» Your instructions
Whenever the word "code" appears in a line of the data below, copy that line.

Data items
######

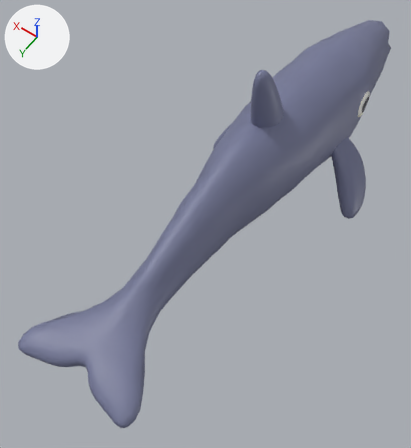
What one commit did to the Blender file Assets/Models/Whale/Ballena7.blend.
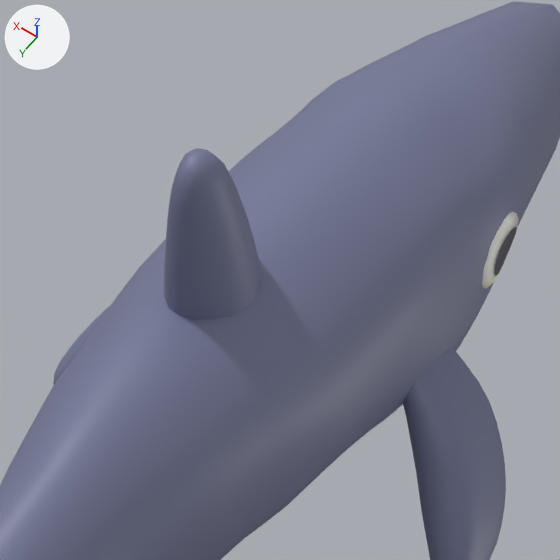
There are two pictures of each version: one whole from a camera (50 mm lens) standing at (-1.165, 2.384, 2.868) and looking at (0.071, 0.653, 0.148), one close up on the part from 48% to 93% of the width and 4% to 47% of the height. Arrows for +X, +Y and +Z are at upper left; the lights stay in place. The last two pictures show the newer version.
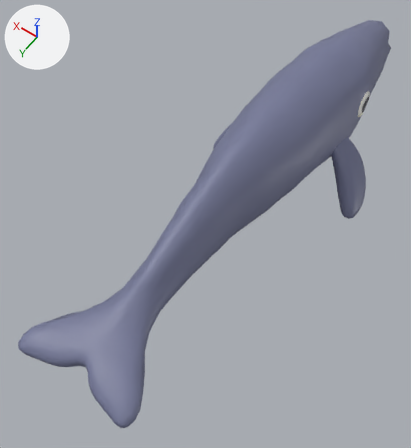
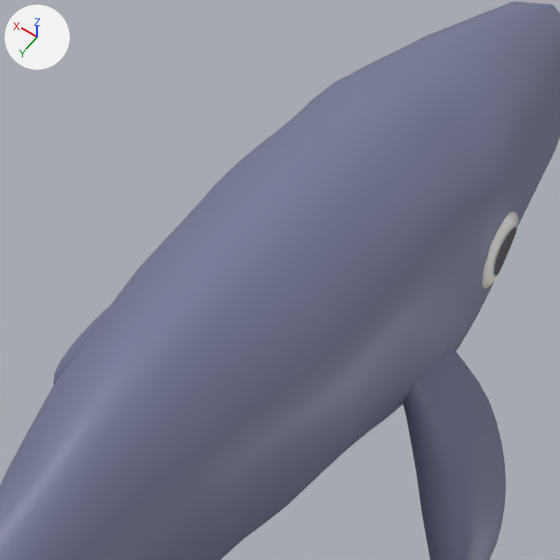
Commit message: modelo ballena

What differs and where, as boxes (x1, y1, x2, y2) in the close-ups (560 x 560 px):
```json
{"part": 1, "of": "me_orca_lod0", "change": "deleted", "before": [164, 148, 262, 320], "on screen": "blue"}
```

Edits to the scene script, one JSON object a line:
```json
{"block": "me_orca_lod0", "where": "# used by ob_mesh; location = (0.0, 0.0, 0.0); scale = (0.4, 0.4, 0.4)"}
{"op": "remove", "block": "me_orca_lod0", "code": "me_orca_lod0.from_pydata(...)  # 2771 vertices, 2706 faces; spans x -1.45..1.45, y -3.97..4.74, z -0.47..2.63"}
{"op": "add", "block": "me_orca_lod0", "code": "me_orca_lod0.from_pydata(...)  # 2650 vertices, 2594 faces; spans x -1.45..1.45, y -3.97..4.74, z -0.47..1.76"}
{"block": "me_orca_lod0", "change": "me_orca_lod0 part 1: the loose piece of 121 vertices spanning x -0.22..0.22, y 0.05..0.75, z 1.6..2.63 is deleted"}
```

######

» Response box
{"op": "remove", "block": "me_orca_lod0", "code": "me_orca_lod0.from_pydata(...)  # 2771 vertices, 2706 faces; spans x -1.45..1.45, y -3.97..4.74, z -0.47..2.63"}
{"op": "add", "block": "me_orca_lod0", "code": "me_orca_lod0.from_pydata(...)  # 2650 vertices, 2594 faces; spans x -1.45..1.45, y -3.97..4.74, z -0.47..1.76"}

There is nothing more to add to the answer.